On the FRP machine, change into your instance directory and generate the wrapper:

```bash
cd /path/to/your-instance
frpdeck mcp install-stdio-wrapper
```

This is equivalent to:

```bash
frpdeck mcp install-stdio-wrapper --instance /path/to/your-instance
```

The command writes `/path/to/your-instance/start-mcp-stdio.sh`, binds that script to the resolved absolute instance path, and embeds the Python interpreter that is running `frpdeck` at generation time. Replace the example path with your own instance directory.

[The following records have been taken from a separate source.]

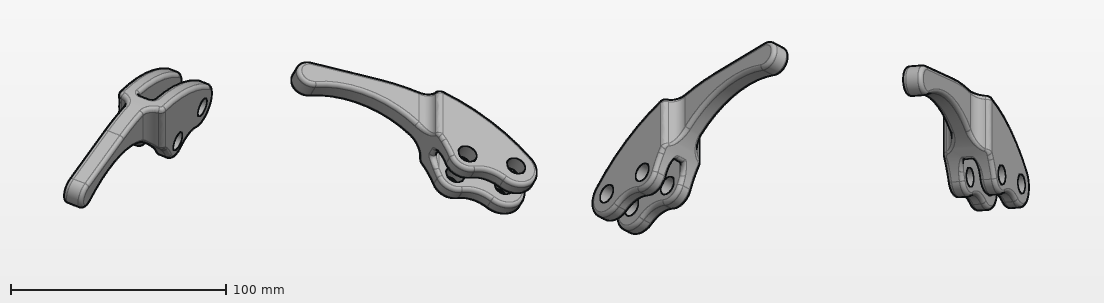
import cadquery as cq
import math


overall_length = 117.26
overall_height = 50.19
body_width = 24.0
handle_width = 10.0

pivot_hole_diameter = 9.0
hole_spacing = 24.2

rear_radius = 11.0
lobe_radius = 9.0
tip_radius = 7.0
back_radius = 100.0
grip_radius = 50.0
saddle_radius = 15.0

slot_width = 8.0
slot_end = 34.4
slot_corner_radius = 2.0

handle_start = 45.8
shoulder_radius = 6.5
shoulder_corner_radius = 3.0

edge_radius = 2.0

rear_center = (0.0, 0.0)
lobe_center = (hole_spacing, 0.0)
tip_forward = overall_length - rear_radius
top_height = overall_height - rear_radius
tip_center = (tip_forward - tip_radius, top_height - tip_radius)
back_drop = back_radius - top_height
back_center = (math.sqrt((back_radius - rear_radius) ** 2 - back_drop**2), -back_drop)


def toward(start, target, distance):
    """Point at a distance from start in the direction of target."""
    span = math.dist(start, target)
    return tuple(a + (b - a) * distance / span for a, b in zip(start, target))


def on_circle(center, radius, degrees):
    """Point on a circle, with the angle counted from forward toward up."""
    angle = math.radians(degrees)
    return (center[0] + radius * math.cos(angle), center[1] + radius * math.sin(angle))


def lower_tangent_center(left, left_radius, right, right_radius, radius):
    """Centre of the circle that touches two circles externally from below."""
    span = math.dist(left, right)
    left_reach = left_radius + radius
    right_reach = right_radius + radius
    along = (left_reach**2 - right_reach**2 + span**2) / (2 * span)
    below = math.sqrt(left_reach**2 - along**2)
    dir_forward = (right[0] - left[0]) / span
    dir_up = (right[1] - left[1]) / span
    return (
        left[0] + along * dir_forward + below * dir_up,
        left[1] + along * dir_up - below * dir_forward,
    )


def side_prism():
    """Lever silhouette of tangent arcs, extruded over the full body width."""
    saddle_center = lower_tangent_center(rear_center, rear_radius, lobe_center, lobe_radius, saddle_radius)
    grip_center = lower_tangent_center(lobe_center, lobe_radius, tip_center, tip_radius, grip_radius)

    back_start = toward(back_center, rear_center, back_radius)
    back_end = on_circle(back_center, back_radius, 90)
    tip_top = on_circle(tip_center, tip_radius, 90)
    tip_end = toward(tip_center, grip_center, tip_radius)
    grip_end = toward(lobe_center, grip_center, lobe_radius)
    lobe_end = toward(lobe_center, saddle_center, lobe_radius)
    saddle_end = toward(rear_center, saddle_center, rear_radius)

    side_plane = cq.Plane(origin=(0, 0, 0), xDir=(0, -1, 0), normal=(-1, 0, 0))
    return (
        cq.Workplane(side_plane)
        .moveTo(*back_start)
        .threePointArc(on_circle(back_center, back_radius, 110), back_end)
        .lineTo(*tip_top)
        .threePointArc(on_circle(tip_center, tip_radius, 0), tip_end)
        .threePointArc(on_circle(grip_center, grip_radius, 90), grip_end)
        .threePointArc(on_circle(lobe_center, lobe_radius, -60), lobe_end)
        .threePointArc(on_circle(saddle_center, saddle_radius, 90), saddle_end)
        .threePointArc(on_circle(rear_center, rear_radius, 180), back_start)
        .close()
        .extrude(body_width / 2, both=True)
    )


def plan_prism():
    """Plan outline: wide body stepping down to the narrow handle through concave shoulders."""
    half_body = body_width / 2
    half_handle = handle_width / 2
    shoulder_x = half_handle + shoulder_radius
    shoulder_y = shoulder_radius - handle_start
    prism = (
        cq.Workplane("XY")
        .moveTo(-half_body, rear_radius)
        .lineTo(half_body, rear_radius)
        .lineTo(half_body, shoulder_y)
        .lineTo(shoulder_x, shoulder_y)
        .radiusArc((half_handle, -handle_start), -shoulder_radius)
        .lineTo(half_handle, -tip_forward)
        .lineTo(-half_handle, -tip_forward)
        .lineTo(-half_handle, -handle_start)
        .radiusArc((-shoulder_x, shoulder_y), -shoulder_radius)
        .lineTo(-half_body, shoulder_y)
        .close()
        .extrude(overall_height, both=True)
    )
    for corner_x in (-half_body, half_body):
        corner = cq.NearestToPointSelector((corner_x, shoulder_y, 0))
        prism = prism.edges("|Z").edges(corner).fillet(shoulder_corner_radius)
    return prism


def fork_slot():
    """Vertical slot with rounded inner corners, running out past the rear of the body."""
    slot_length = slot_end + 2 * rear_radius
    return (
        cq.Workplane("XY")
        .center(0, slot_length / 2 - slot_end)
        .rect(slot_width, slot_length)
        .extrude(overall_height, both=True)
        .edges("|Z")
        .fillet(slot_corner_radius)
    )


def pivot_holes():
    """Two parallel holes across both fork legs."""
    return (
        cq.Workplane("YZ")
        .pushPoints([(-forward, up) for forward, up in (rear_center, lobe_center)])
        .circle(pivot_hole_diameter / 2)
        .extrude(body_width, both=True)
    )


blank = side_prism().intersect(plan_prism()).cut(fork_slot())
rounded = blank.edges("not(|X or |Z)").fillet(edge_radius)
result = rounded.cut(pivot_holes())

If you need to start the server manually without the wrapper, you can still use:

```bash
python -m frpdeck.mcp.server
```

For a bound one-instance server, the direct form is:

```bash
python -m frpdeck.mcp.server --instance-dir /path/to/your-instance
```

Before configuring Claude Code, manually verify the SSH command from the Claude Code machine. Replace the host name and path with your own SSH destination and instance directory:

```bash
ssh your-ssh-host /path/to/your-instance/start-mcp-stdio.sh
```

That command should normally stay attached and wait for stdin/stdout traffic because the MCP stdio server is waiting for client messages. If it exits immediately or prints an error, fix the remote Python environment, instance path, or SSH setup first.

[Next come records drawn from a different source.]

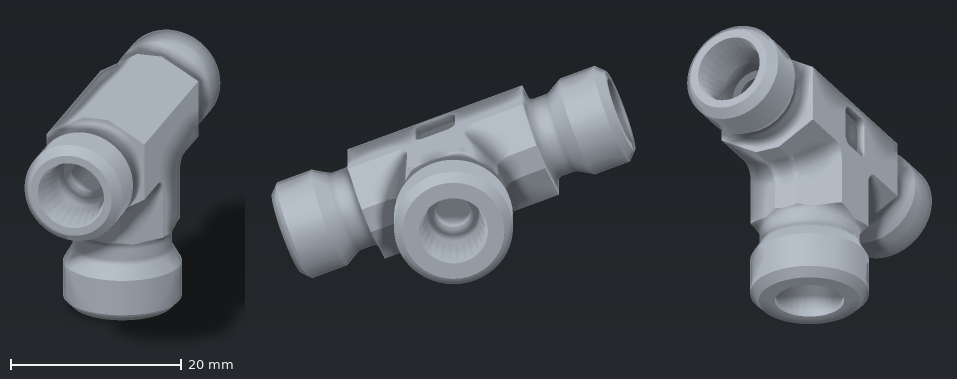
import cadquery as cq
import math

end_reach = 21.0
shoulder_reach = 11.0
thread_length = 5.35
tip_chamfer = 1.0

across_flats = 12.0
across_cut_corners = 12.15
crotch_radius = 2.0

run_thread_diameter = 12.0
run_neck_diameter = 9.7
branch_thread_diameter = 14.0
branch_neck_diameter = 11.7
neck_fillet = 1.0
thread_cone_angle = math.radians(30)

mouth_diameter = 8.1
seat_diameter = 6.0
passage_diameter = 4.0
mouth_half_angle = math.radians(12)
seat_depth = 7.0

recess_side = 5.0
recess_corner_radius = 1.0
recess_depth = 1.0

branch_plane = cq.Plane(origin=(0, 0, 0), xDir=(1, 0, 0), normal=(0, 0, -1))
run_planes = [
    cq.Plane(origin=(0, 0, 0), xDir=(1, 0, 0), normal=(0, side, 0))
    for side in (-1, 1)
]


def revolve_profile(profile, plane):
    """Turn a closed (radius, distance) profile about the plane's normal."""
    section_plane = cq.Plane(origin=plane.origin, xDir=plane.xDir, normal=-plane.yDir)
    section = profile(cq.Workplane(section_plane)).close()
    return section.revolve(360, (0, 0, 0), (0, 1, 0))


def hex_bar(plane, length):
    """Hexagonal bar from the centre outward, flats on +/-X, cross corners cut flat."""
    circumscribed = across_flats / math.cos(math.pi / 6)
    hexagon = cq.Workplane(plane).transformed(rotate=(0, 0, 90)).polygon(6, circumscribed)
    trim = cq.Workplane(plane).rect(across_flats, across_cut_corners).extrude(length)
    return hexagon.extrude(length).intersect(trim)


def port_end(plane, thread_diameter, neck_diameter):
    """Neck, cone and threaded cylinder outside the hexagonal stock."""
    thread_radius = thread_diameter / 2
    neck_radius = neck_diameter / 2
    thread_start = end_reach - thread_length
    cone_start_radius = neck_radius + neck_fillet * (1 - math.cos(thread_cone_angle))
    cone_length = (thread_radius - cone_start_radius) / math.tan(thread_cone_angle)
    cone_start = thread_start - cone_length
    neck_end = cone_start - neck_fillet * math.sin(thread_cone_angle)
    half_angle = thread_cone_angle / 2
    arc_middle = (
        neck_radius + neck_fillet * (1 - math.cos(half_angle)),
        neck_end + neck_fillet * math.sin(half_angle),
    )

    def profile(sketch):
        return (
            sketch.lineTo(neck_radius, 0)
            .lineTo(neck_radius, neck_end)
            .threePointArc(arc_middle, (cone_start_radius, cone_start))
            .lineTo(thread_radius, thread_start)
            .lineTo(thread_radius, end_reach - tip_chamfer)
            .lineTo(thread_radius - tip_chamfer, end_reach)
            .lineTo(0, end_reach)
        )

    return revolve_profile(profile, plane)


def shoulder_flare(plane, neck_diameter):
    """Fillet between shoulder and neck, kept within the hexagonal outline."""
    neck_radius = neck_diameter / 2
    flare_radius = neck_radius + neck_fillet
    flare_end = shoulder_reach + neck_fillet
    arc_middle = (
        flare_radius - neck_fillet * math.sin(math.pi / 4),
        flare_end - neck_fillet * math.cos(math.pi / 4),
    )

    def profile(sketch):
        return (
            sketch.moveTo(0, shoulder_reach)
            .lineTo(flare_radius, shoulder_reach)
            .threePointArc(arc_middle, (neck_radius, flare_end))
            .lineTo(0, flare_end)
        )

    return revolve_profile(profile, plane).intersect(hex_bar(plane, flare_end))


def port_bore(plane):
    """Conical mouth, cylindrical seat and the narrow passage to the centre."""
    mouth_radius = mouth_diameter / 2
    seat_radius = seat_diameter / 2
    passage_radius = passage_diameter / 2
    cone_depth = (mouth_radius - seat_radius) / math.tan(mouth_half_angle)

    def profile(sketch):
        return (
            sketch.lineTo(passage_radius, 0)
            .lineTo(passage_radius, end_reach - seat_depth)
            .lineTo(seat_radius, end_reach - seat_depth)
            .lineTo(seat_radius, end_reach - cone_depth)
            .lineTo(mouth_radius, end_reach)
            .lineTo(0, end_reach)
        )

    return revolve_profile(profile, plane)


def tee_stock():
    """Run and branch bars joined, with the crotches between them rounded."""
    run = hex_bar(run_planes[0], shoulder_reach).union(hex_bar(run_planes[1], shoulder_reach))
    branch = hex_bar(branch_plane, shoulder_reach)
    stock = run.union(branch).clean()
    margin = 0.05
    half_width = across_flats / 2 + margin
    inner = across_flats / 2 * math.tan(math.pi / 6) - margin
    outer = across_cut_corners / 2 + margin
    for low, high in ((-outer, -inner), (inner, outer)):
        crotch = cq.selectors.BoxSelector(
            (-half_width, low, -outer), (half_width, high, -inner), boundingbox=True
        )
        stock = stock.edges(crotch).fillet(crotch_radius)
    return stock


def face_recess():
    """Rounded square cutter sunk into the -X face."""
    return (
        cq.Workplane("YZ", origin=(-across_flats / 2, 0, 0))
        .rect(recess_side, recess_side)
        .extrude(recess_depth)
        .edges("|X")
        .fillet(recess_corner_radius)
    )


ports = [(plane, run_thread_diameter, run_neck_diameter) for plane in run_planes]
ports.append((branch_plane, branch_thread_diameter, branch_neck_diameter))

result = tee_stock()
for port_plane, thread_size, neck_size in ports:
    result = result.union(shoulder_flare(port_plane, neck_size))
    result = result.union(port_end(port_plane, thread_size, neck_size))
for port_plane, _, _ in ports:
    result = result.cut(port_bore(port_plane))
result = result.cut(face_recess())

Once the manual SSH command works, add the MCP entry in Claude Code:

```bash
claude mcp add --scope user --transport stdio frpdeck -- \
  ssh your-ssh-host /path/to/your-instance/start-mcp-stdio.sh
```

Current MCP scope is intentionally small:

- Local stdio MCP server only.
- Structured proxy CRUD/import/preview only; instance-level `validate`/`sync`/`apply` stay in the CLI.
- No HTTP transport.
- No remote auth layer.
- No web UI.

## Audit and safety notes

Write operations append audit records under `state/audit/audit.jsonl`, and proxy mutations also create revision snapshots under `state/revisions/`. This is intended to make changes traceable and manually recoverable without turning the tool into a full control plane.

### SSH and BatchMode

`BatchMode yes` is useful for unattended or scripted SSH sessions because it disables interactive password prompts and host-key confirmation. Do not treat it as the first step.

Recommended order:

1. Manually run the SSH wrapper command until it works without prompts.
2. Confirm that host keys are trusted and key-based auth is already working.
3. Only then consider enabling `BatchMode yes` in `~/.ssh/config`.

Example SSH config shape:

```sshconfig
Host your-frp-host
    HostName <host-or-ip>
    User <user>
    IdentityFile ~/.ssh/id_ed25519
    # Add BatchMode yes only after manual SSH testing succeeds
    # BatchMode yes
```

## Test fixtures

Repository fixtures now live under `tests/fixtures/instances/`. They exist for tests and development reference only. Daily usage should start from `frpdeck init ...`, not by editing fixture directories directly.

## Notes on paths

- Relative paths in YAML are resolved against the instance directory, not the shell working directory.
- Rendered systemd units always use absolute runtime paths.
- By default, runtime files are installed under `runtime/` inside the instance directory, while the systemd unit is written to `/etc/systemd/system`.
- FRP's own logs are controlled by `client.log` or `server.log` and are written into generated frpc/frps config.
- `frpdeck`'s own logs are configured by top-level `frpdeck_logging` inside `node.yaml`.
- Source configuration remains YAML. `node.yaml` is always present, while `proxies.yaml` is used for client proxy definitions and may be absent on server instances. There is no separate runtime config file for frpdeck in the current design.